We suggest that the subtypes of BD disorders should use Arabic numerals 1 and 2 instead of Roman ordinal numbers I (first) and II (second) to correspond with spoken language and in accord with the shift of DSM editions to Arabic numerals. Future revisions of DSM should include codes for BD-2 indicating the type of current or last episode, illness severity, and remission state as are now provided for BD-1 as does the ICD-11 (codes 6A61.x) which includes also the presence of psychotic symptoms during the depressive polarity in BD-2 (ICD-112022).

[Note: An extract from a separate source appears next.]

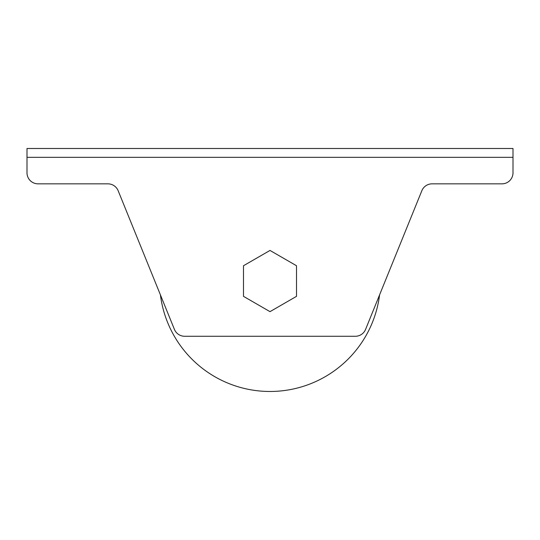 <?xml version="1.0" encoding="UTF-8"?>
<svg xmlns="http://www.w3.org/2000/svg" width="540" height="540" viewBox="0 0 540 540"><rect width="100%" height="100%" fill="white"/><g stroke="black" fill="none" stroke-linecap="round" stroke-linejoin="round"><path stroke-width="0.81" d="M60.136 148.5L91.064 148.5M513 172.8L513 157.336L27 157.336L27 148.5L513 148.5L513 172.8A11.043 11.043 0 0 1 501.957 183.843L432.074 183.843A11.043 11.043 0 0 0 421.841 190.735L365.58 329.38A11.043 11.043 0 0 1 355.347 336.272L184.653 336.272A11.043 11.043 0 0 1 174.42 329.38L118.159 190.735A11.043 11.043 0 0 0 107.926 183.843L38.043 183.843A11.043 11.043 0 0 1 27 172.8L27 157.336L27 172.8M118.159 190.735A11.043 11.043 0 0 0 107.926 183.843L38.043 183.843M432.074 183.843A11.043 11.043 0 0 0 421.841 190.735L379.586 294.86A110.457 110.457 0 0 1 160.414 294.86M435.679 148.5L479.864 148.5M243.493 296.352L270 311.654L296.507 296.352L296.507 265.741L270 250.439L243.493 265.741L243.493 296.352"/></g></svg>
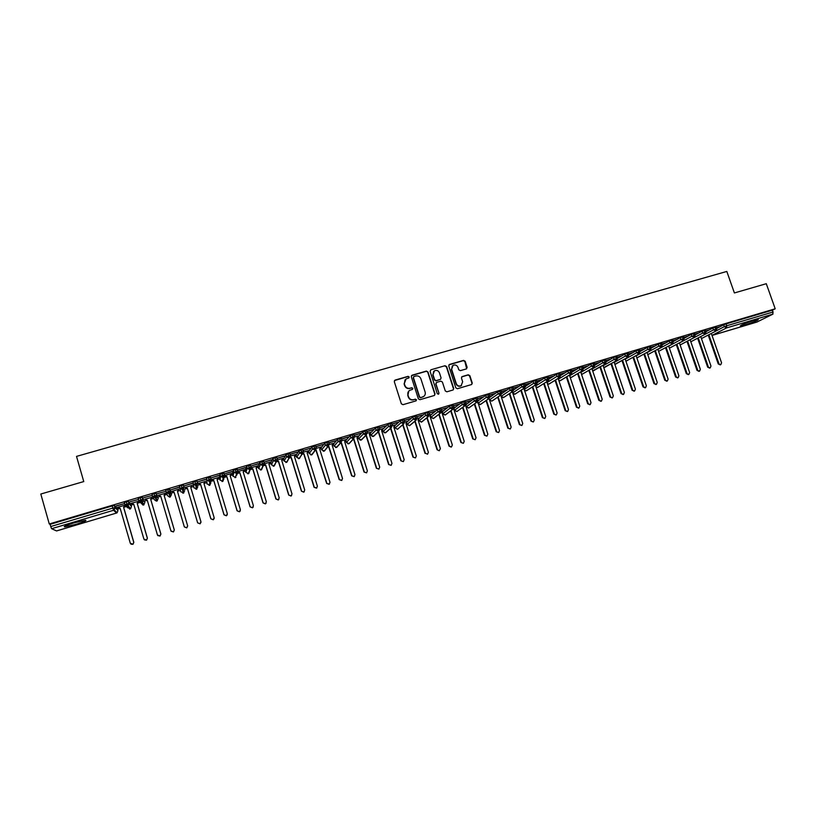 <?xml version="1.0" encoding="UTF-8"?>
<svg xmlns="http://www.w3.org/2000/svg" width="816" height="816" viewBox="0 0 816 816"><rect width="100%" height="100%" fill="white"/><g stroke="black" fill="none" stroke-linecap="round" stroke-linejoin="round"><path stroke-width="1.22" d="M409.204 376.951L408.082 376.339L395.138 380.062L394.301 381.643L401.36 403.808L402.971 404.685L415.925 400.891L416.497 399.779L415.375 399.167L413.702 399.656C411.264 400.105 409.55 399.177 408.551 396.862L407.959 395.015C407.459 392.986 408.061 391.415 409.765 390.293L412.457 389.385L412.845 388.355L411.723 387.743L410.05 388.222C407.612 388.671 405.899 387.743 404.899 385.427L404.318 383.581L406.062 378.92L408.826 377.971L409.204 376.951M408.898 377.93L408.979 377.196L407.857 376.584L394.444 380.562M416.14 400.789L416.262 399.993L415.14 399.381L413.702 399.656M412.519 389.344L412.621 388.589L411.488 387.977L410.05 388.222M744.998 324.921L740.336 326.012C740.377 325.227 744.804 323.422 753.627 320.576L758.268 319.495C758.166 320.3 753.739 322.116 744.998 324.921M76.367 524.229L64.872 526.871C63.158 526.636 66.208 525.31 74.001 522.872L85.456 520.241C87.128 520.496 84.099 521.822 76.367 524.229M466.354 368.914L467.14 367.353L465.161 361.253L463.58 360.386L449.545 364.426L448.739 365.976L455.818 387.855L457.409 388.722L471.668 384.509L472.25 383.041L469.843 375.646L468.262 374.779L462.029 376.625L461.468 378.083L462.652 381.755L461.122 385.703C458.918 386.498 457.307 385.805 456.277 383.622L451.615 369.23L453.074 365.354C455.287 364.497 456.929 365.17 457.99 367.384L458.765 369.781L460.357 370.648L466.354 368.914M49.276 523.964L775.2 308.795L766.295 283.703L734.39 292.954L726.821 271.442L76.52 456.389L83.762 481.573L40.8 494.027L49.276 523.964L50.123 524.351L50.735 526.534L112.832 508.093L112.21 505.94L50.123 524.351M427.982 371.953L426.391 371.076L412.121 375.187L411.295 376.757L418.353 398.83L419.965 399.697L434.245 395.515L435.05 393.934L427.982 371.953L426.146 371.331L411.458 375.656M430.909 369.781L445.057 365.711L446.648 366.578L453.727 388.467L453.145 389.946L446.872 391.813L445.281 390.946L442.405 382.041L440.813 381.164L436.784 382.337L435.979 383.908L438.967 393.19L438.559 394.23L437.284 393.689L430.093 371.341L430.909 369.781L445.057 365.711M56.569 530.93L116.504 513.05L56.59 530.93L51.592 528.707L50.735 526.534M775.2 308.795L772.558 310.131L772.946 314.109L756.922 322.055M465.885 405.521L466.609 403.634M442.405 412.508L442.935 410.672M430.573 416.027L429.991 416.201M418.679 419.567L417.996 419.771M406.725 423.116L405.929 423.361L406.949 421.362M394.699 426.697L393.802 426.962M382.622 430.287L381.602 430.593L382.643 428.584M370.474 433.898L369.352 434.234L370.393 432.225M358.275 437.539L357.031 437.906M353.542 438.937L364.048 472.036L366.527 472.862L367.373 470.914L357.02 437.886L358.081 435.887M346.004 441.181L344.648 441.589M333.662 444.853L332.194 445.291M328.705 446.332L328.103 446.515M321.269 448.545L319.678 449.014L320.749 446.974M316.19 450.055L315.282 450.33M308.795 452.248L307.091 452.758M303.603 453.798L302.389 454.165M296.269 455.981L294.433 456.521L295.535 454.471M290.955 457.562L289.425 458.021M283.672 459.724L281.714 460.306M278.236 461.346L276.389 461.897M271.004 463.498L268.933 464.11L270.29 461.968M265.445 465.151L263.293 465.793M258.274 467.282L256.091 467.935L257.458 465.783M252.593 468.976L250.114 469.71M245.473 471.097L243.178 471.77M239.669 472.821L236.875 473.647M232.601 474.922L230.204 475.636M226.675 476.687L223.553 477.615M219.657 478.768L217.158 479.512M213.608 480.573L210.171 481.593M206.652 482.644L204.041 483.419M200.461 484.48L196.707 485.602M193.565 486.53L190.852 487.346M187.252 488.417L183.172 489.631M180.418 490.447L177.582 491.293M173.971 492.364L171.105 493.221M171.074 493.231L169.198 493.782M167.107 494.404L164.251 495.261M160.619 496.342L157.835 497.168M157.621 497.23L155.927 497.729M153.643 498.413L150.848 499.249M147.196 500.33L144.483 501.136M144.106 501.248L142.596 501.697M140.097 502.442L137.363 503.258M133.691 504.349L131.07 505.124M126.48 506.491L123.808 507.287M120.115 508.388L117.575 509.143M125.103 505.114L117.667 507.317M116.29 506.012L124.032 503.707L116.239 505.838M117.718 507.481L120.197 508.429M118.126 507.358L120.176 508.348L130.305 543.272L132.875 544.231L133.824 542.324L123.695 507.47L125.195 505.257M772.558 310.131L726.077 323.911L726.73 325.757L773.211 311.957M716.234 330.868L724.302 326.665L723.659 324.809L716.744 328.44M723.659 324.809L726.077 323.911M112.21 505.94L114.475 505.481L117.361 508.419L117.963 510.5L115.097 507.634L114.475 505.481M700.74 336.58L713.541 329.858L712.888 328.001L716.224 326.971M712.888 328.001L705.942 331.684M716.54 327.859L719.488 326.828L716.489 327.716M690.112 339.762L702.719 333.071L702.066 331.214L705.412 330.174M702.066 331.214L695.079 334.948M705.728 331.072L708.778 330.001L705.677 330.929M679.432 342.955L691.846 336.304L691.193 334.438L694.549 333.407M691.193 334.438L684.175 338.232M694.855 334.295L698.017 333.193L694.804 334.152M668.692 346.157L680.911 339.548L680.269 337.681L683.624 336.641M680.269 337.681L673.21 341.527M683.93 337.538L687.205 336.406L683.879 337.396M657.91 349.381L669.926 342.812L669.283 340.935L672.649 339.905M669.283 340.935L662.194 344.852M672.955 340.792L676.331 339.629L672.904 340.649M647.068 352.624L658.889 346.096L658.237 344.209L661.613 343.179M658.237 344.209L651.117 348.187M661.919 344.066L665.407 342.873L661.878 343.924M636.174 355.888L647.792 349.391L647.149 347.504L650.525 346.463M647.149 347.504L639.989 351.543M650.831 347.361L654.432 346.127L650.78 347.208M625.229 359.162L636.643 352.706L635.99 350.809L639.387 349.768M635.99 350.809L628.83 354.991M639.693 350.666L643.396 349.401L639.642 350.523M614.224 362.457L625.433 356.031L624.781 354.134L628.187 353.093M624.781 354.134L617.61 358.285M628.493 353.991L632.308 352.696L628.442 353.848M603.167 365.762L614.162 359.377L613.52 357.479L616.927 356.439M613.52 357.479L606.268 361.733M617.233 357.326L621.16 356L617.182 357.184M592.049 369.097L602.84 362.743L602.198 360.835L605.615 359.795M602.198 360.835L594.905 365.17M605.921 360.692L609.96 359.326L605.87 360.539M580.88 372.443L591.457 366.129L590.815 364.211L594.242 363.171M590.815 364.211L583.491 368.628M594.548 364.069L598.699 362.671L594.497 363.916M569.66 375.799L580.013 369.526L579.37 367.608L582.808 366.568M579.37 367.608L572.016 372.106M583.114 367.455L587.387 366.027L583.063 367.312M558.379 379.185L568.517 372.943L567.875 371.015L571.322 369.974M567.875 371.015L560.48 375.615M571.618 370.872L576.014 369.403L571.567 370.719M547.046 382.582L556.951 376.37L556.308 374.442L559.776 373.402M556.308 374.442L548.882 379.144M560.072 374.299L564.58 372.8L560.021 374.146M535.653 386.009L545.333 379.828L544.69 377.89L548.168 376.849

Differences in morbidity and psychometric scores may indicate that BD-2 patients differ from BD-1, not as a less severe manifestation of a single disorder, but as a distinct syndrome supported by many demographic, descriptive, assessment, and treatment differences (Tables 1, 2, 3, 4, 5) (Karanti et al. 2020), as well as by new findings from a large genome-wide association study finding a higher genetic correlation of BD-1 with schizophrenia, but a stronger relationship of BD-2 to MDD (Mullins et al. 2021).

We agree that a dimensional model of BD (Malhi et al. 2020; Gitlin and Malhi 2020) reflects more closely the variability of a complex illness, as was recognized early by Klerman (1981), but use of a categorical model is more immediate for epidemiological and genomic studies, routine clinical use, scientific communication, and helpful for systematic classifications.

Limitations

Some differences found between cases of BD-2 and BD-1 reflect accepted definitions of the syndromes, and lack of mania or psychosis with BD-2 virtually assures higher functioning. Retrospectively ascertained differences are subject to recall biases, but are likely to arise similarly with both syndromes. However, as in all studies including BD-2 patients and despite efforts to identify retrospective hypomanic episodes, some mild hypomanias may have passed undetected, among patients eventually diagnosed with MDD. Treatments were assigned clinically and may represent standard local practice patterns.

Conclusions

BD-2 cases were characterized by more prominent and longer depressions with some hypomania and mixed-features but not mania and rarely psychosis. They also had higher socioeconomic and functional status but also high levels of long-term morbidity and suicidal risk. Accordingly, BD-2 is dissimilar to, but not necessarily less severe than BD-1. The several prominent dissimilarities between BD-1 and BD-2 support the hypothesis that they represent distinct syndromes in need of individualized treatments.